• _WORK INSTRUCTIONS_: Below is a block of entries, which should be copied verbatim apart from the pictures.
++++ INPUT DATA ++++
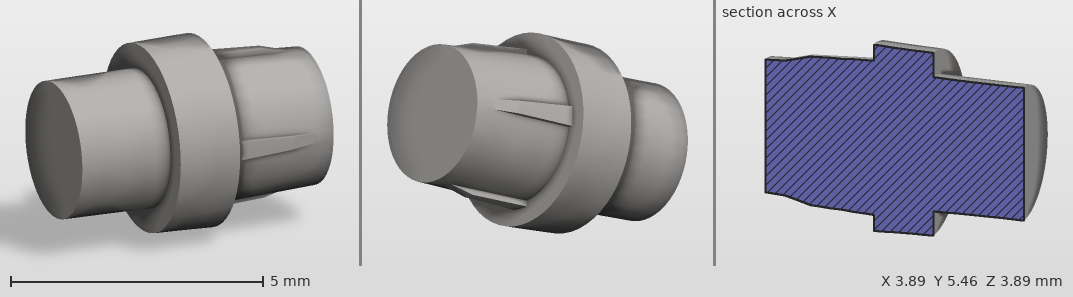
import cadquery as cq

length = 5.46
front_end = -length / 2
back_end = length / 2
front_plug_length = 1.905
flange_thickness = 1.27
flange_front = front_end + front_plug_length
flange_back = flange_front + flange_thickness

plug_tip_radius = 1.385
front_plug_root_radius = 1.405
back_plug_root_radius = 1.495
flange_front_radius = 1.905
flange_back_radius = 1.945

rib_count = 4
rib_root_width = 0.405
rib_tip_width = 0.2
rib_root_radius = 1.61
rib_knee_radius = 1.55
rib_tip_y = back_end - 0.405
rib_knee_y = back_end - 0.95


def plug_radius(y):
    """Radius of the tapered back plug at station y."""
    taper = (back_plug_root_radius - plug_tip_radius) / (back_end - flange_back)
    return back_plug_root_radius - taper * (y - flange_back)


def revolved(points):
    """Turn a (radius, y) outline about the Y axis."""
    return cq.Workplane("XY").polyline(points).close().revolve(360, (0, 0, 0), (0, 1, 0))


def make_body():
    return revolved([
        (0, front_end),
        (plug_tip_radius, front_end),
        (front_plug_root_radius, flange_front),
        (flange_front_radius, flange_front),
        (flange_back_radius, flange_back),
        (back_plug_root_radius, flange_back),
        (plug_tip_radius, back_end),
        (0, back_end),
    ])


def make_rib():
    """Rib on the +Z side: narrowing wedge with a conical crest and a steeper conical lead-in."""
    wedge = (
        cq.Workplane("XY")
        .polyline([
            (-rib_root_width / 2, flange_back),
            (rib_root_width / 2, flange_back),
            (rib_tip_width / 2, rib_tip_y),
            (-rib_tip_width / 2, rib_tip_y),
        ])
        .close()
        .extrude(flange_back_radius)
    )
    crest = revolved([
        (0, flange_back),
        (rib_root_radius, flange_back),
        (rib_knee_radius, rib_knee_y),
        (plug_radius(rib_tip_y), rib_tip_y),
        (0, rib_tip_y),
    ])
    return wedge.intersect(crest)


result = make_body()
rib = make_rib()
for i in range(rib_count):
    result = result.union(rib.rotate((0, 0, 0), (0, 1, 0), i * 360 / rib_count))
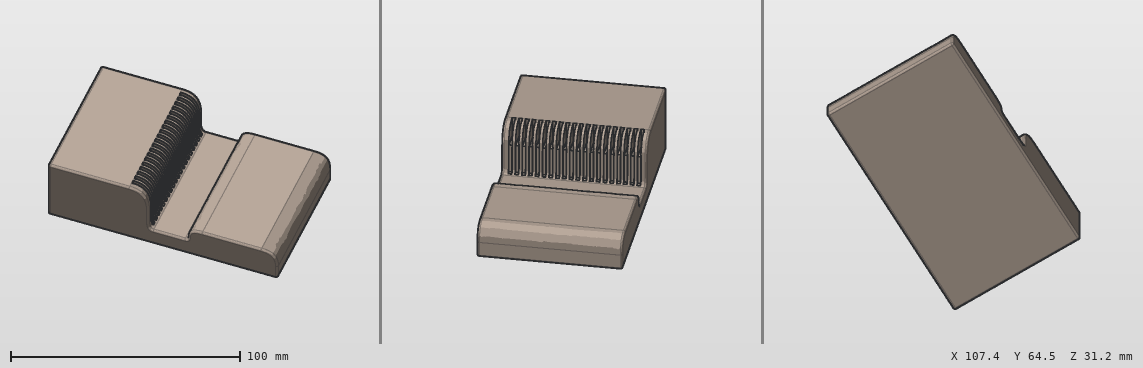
import cadquery as cq

LENGTH = 107.4
WIDTH = 64.5
HEIGHT = 31.2
EDGE_RADIUS = 1.0

PAD_HEIGHT = 15.5
FLOOR_HEIGHT = 8.4

TALL_TOP_END_X = 37.8
FLOOR_START_X = 49.1
FLOOR_END_X = 63.9
PAD_START_X = 72.0

TALL_TOP_PULL = 15.6
TALL_FLOOR_PULL = 5.9
PAD_FLOOR_PULL = 3.9
PAD_TOP_PULL = 10.0

END_NOSE_RUN = 7.8
END_NOSE_RISE = 8.1
END_NOSE_FULLNESS = 0.7

SLOT_COUNT = 20
SLOT_PITCH = 3.0
SLOT_WIDTH = 1.5
SLOT_OFFSET_Y = 0.2
SLOT_START_X = 38.1
SLOT_BACK_X = 46.2
SLOT_END_X = 49.4
SLOT_SHELF_HEIGHT = 22.0
SLOT_FLOOR_HEIGHT = 8.6


def add_channel_wall(outline, start, start_pull, end, end_pull):
    """Smooth S-curve that leaves start and reaches end horizontally."""
    start_control = (start[0] + start_pull, start[1])
    end_control = (end[0] - end_pull, end[1])
    return outline.lineTo(*start).bezier([start, start_control, end_control, end])


def add_end_nose(outline):
    """Full rounding from the pad top down to the end face."""
    start = (LENGTH - END_NOSE_RUN, PAD_HEIGHT)
    start_control = (start[0] + END_NOSE_FULLNESS * END_NOSE_RUN, PAD_HEIGHT)
    end = (LENGTH, PAD_HEIGHT - END_NOSE_RISE)
    end_control = (LENGTH, end[1] + END_NOSE_FULLNESS * END_NOSE_RISE)
    return outline.lineTo(*start).bezier([start, start_control, end_control, end])


def make_body():
    """Side outline extruded across the width, with its sharp edges rounded."""
    tall_top = (TALL_TOP_END_X, HEIGHT)
    floor_start = (FLOOR_START_X, FLOOR_HEIGHT)
    floor_end = (FLOOR_END_X, FLOOR_HEIGHT)
    pad_start = (PAD_START_X, PAD_HEIGHT)

    outline = cq.Workplane("XZ", origin=(0, WIDTH / 2, 0)).moveTo(0, 0).lineTo(0, HEIGHT)
    outline = add_channel_wall(outline, tall_top, TALL_TOP_PULL, floor_start, TALL_FLOOR_PULL)
    outline = add_channel_wall(outline, floor_end, PAD_FLOOR_PULL, pad_start, PAD_TOP_PULL)
    outline = add_end_nose(outline)
    body = outline.lineTo(LENGTH, 0).close().extrude(WIDTH)

    return body.faces("<Y or >Y or <Z or <X").edges().fillet(EDGE_RADIUS)


def make_slot(center_y):
    """Cutter with a shelf behind the rounded top and a groove down the wall."""
    return (
        cq.Workplane("XZ", origin=(0, center_y + SLOT_WIDTH / 2, 0))
        .moveTo(SLOT_START_X, HEIGHT)
        .lineTo(SLOT_START_X, SLOT_SHELF_HEIGHT)
        .lineTo(SLOT_BACK_X, SLOT_SHELF_HEIGHT)
        .lineTo(SLOT_BACK_X, SLOT_FLOOR_HEIGHT)
        .lineTo(SLOT_END_X, SLOT_FLOOR_HEIGHT)
        .lineTo(SLOT_END_X, HEIGHT)
        .close()
        .extrude(SLOT_WIDTH)
    )


result = make_body()
for index in range(SLOT_COUNT):
    slot_y = SLOT_OFFSET_Y + (index - (SLOT_COUNT - 1) / 2) * SLOT_PITCH
    result = result.cut(make_slot(slot_y))
++++
• _WRITTEN ANSWER_:
import cadquery as cq

length = 5.46
front_end = -length / 2
back_end = length / 2
front_plug_length = 1.905
flange_thickness = 1.27
flange_front = front_end + front_plug_length
flange_back = flange_front + flange_thickness

plug_tip_radius = 1.385
front_plug_root_radius = 1.405
back_plug_root_radius = 1.495
flange_front_radius = 1.905
flange_back_radius = 1.945

rib_count = 4
rib_root_width = 0.405
rib_tip_width = 0.2
rib_root_radius = 1.61
rib_knee_radius = 1.55
rib_tip_y = back_end - 0.405
rib_knee_y = back_end - 0.95


def plug_radius(y):
    """Radius of the tapered back plug at station y."""
    taper = (back_plug_root_radius - plug_tip_radius) / (back_end - flange_back)
    return back_plug_root_radius - taper * (y - flange_back)


def revolved(points):
    """Turn a (radius, y) outline about the Y axis."""
    return cq.Workplane("XY").polyline(points).close().revolve(360, (0, 0, 0), (0, 1, 0))


def make_body():
    return revolved([
        (0, front_end),
        (plug_tip_radius, front_end),
        (front_plug_root_radius, flange_front),
        (flange_front_radius, flange_front),
        (flange_back_radius, flange_back),
        (back_plug_root_radius, flange_back),
        (plug_tip_radius, back_end),
        (0, back_end),
    ])


def make_rib():
    """Rib on the +Z side: narrowing wedge with a conical crest and a steeper conical lead-in."""
    wedge = (
        cq.Workplane("XY")
        .polyline([
            (-rib_root_width / 2, flange_back),
            (rib_root_width / 2, flange_back),
            (rib_tip_width / 2, rib_tip_y),
            (-rib_tip_width / 2, rib_tip_y),
        ])
        .close()
        .extrude(flange_back_radius)
    )
    crest = revolved([
        (0, flange_back),
        (rib_root_radius, flange_back),
        (rib_knee_radius, rib_knee_y),
        (plug_radius(rib_tip_y), rib_tip_y),
        (0, rib_tip_y),
    ])
    return wedge.intersect(crest)


result = make_body()
rib = make_rib()
for i in range(rib_count):
    result = result.union(rib.rotate((0, 0, 0), (0, 1, 0), i * 360 / rib_count))
import cadquery as cq

LENGTH = 107.4
WIDTH = 64.5
HEIGHT = 31.2
EDGE_RADIUS = 1.0

PAD_HEIGHT = 15.5
FLOOR_HEIGHT = 8.4

TALL_TOP_END_X = 37.8
FLOOR_START_X = 49.1
FLOOR_END_X = 63.9
PAD_START_X = 72.0

TALL_TOP_PULL = 15.6
TALL_FLOOR_PULL = 5.9
PAD_FLOOR_PULL = 3.9
PAD_TOP_PULL = 10.0

END_NOSE_RUN = 7.8
END_NOSE_RISE = 8.1
END_NOSE_FULLNESS = 0.7

SLOT_COUNT = 20
SLOT_PITCH = 3.0
SLOT_WIDTH = 1.5
SLOT_OFFSET_Y = 0.2
SLOT_START_X = 38.1
SLOT_BACK_X = 46.2
SLOT_END_X = 49.4
SLOT_SHELF_HEIGHT = 22.0
SLOT_FLOOR_HEIGHT = 8.6


def add_channel_wall(outline, start, start_pull, end, end_pull):
    """Smooth S-curve that leaves start and reaches end horizontally."""
    start_control = (start[0] + start_pull, start[1])
    end_control = (end[0] - end_pull, end[1])
    return outline.lineTo(*start).bezier([start, start_control, end_control, end])


def add_end_nose(outline):
    """Full rounding from the pad top down to the end face."""
    start = (LENGTH - END_NOSE_RUN, PAD_HEIGHT)
    start_control = (start[0] + END_NOSE_FULLNESS * END_NOSE_RUN, PAD_HEIGHT)
    end = (LENGTH, PAD_HEIGHT - END_NOSE_RISE)
    end_control = (LENGTH, end[1] + END_NOSE_FULLNESS * END_NOSE_RISE)
    return outline.lineTo(*start).bezier([start, start_control, end_control, end])


def make_body():
    """Side outline extruded across the width, with its sharp edges rounded."""
    tall_top = (TALL_TOP_END_X, HEIGHT)
    floor_start = (FLOOR_START_X, FLOOR_HEIGHT)
    floor_end = (FLOOR_END_X, FLOOR_HEIGHT)
    pad_start = (PAD_START_X, PAD_HEIGHT)

    outline = cq.Workplane("XZ", origin=(0, WIDTH / 2, 0)).moveTo(0, 0).lineTo(0, HEIGHT)
    outline = add_channel_wall(outline, tall_top, TALL_TOP_PULL, floor_start, TALL_FLOOR_PULL)
    outline = add_channel_wall(outline, floor_end, PAD_FLOOR_PULL, pad_start, PAD_TOP_PULL)
    outline = add_end_nose(outline)
    body = outline.lineTo(LENGTH, 0).close().extrude(WIDTH)

    return body.faces("<Y or >Y or <Z or <X").edges().fillet(EDGE_RADIUS)


def make_slot(center_y):
    """Cutter with a shelf behind the rounded top and a groove down the wall."""
    return (
        cq.Workplane("XZ", origin=(0, center_y + SLOT_WIDTH / 2, 0))
        .moveTo(SLOT_START_X, HEIGHT)
        .lineTo(SLOT_START_X, SLOT_SHELF_HEIGHT)
        .lineTo(SLOT_BACK_X, SLOT_SHELF_HEIGHT)
        .lineTo(SLOT_BACK_X, SLOT_FLOOR_HEIGHT)
        .lineTo(SLOT_END_X, SLOT_FLOOR_HEIGHT)
        .lineTo(SLOT_END_X, HEIGHT)
        .close()
        .extrude(SLOT_WIDTH)
    )


result = make_body()
for index in range(SLOT_COUNT):
    slot_y = SLOT_OFFSET_Y + (index - (SLOT_COUNT - 1) / 2) * SLOT_PITCH
    result = result.cut(make_slot(slot_y))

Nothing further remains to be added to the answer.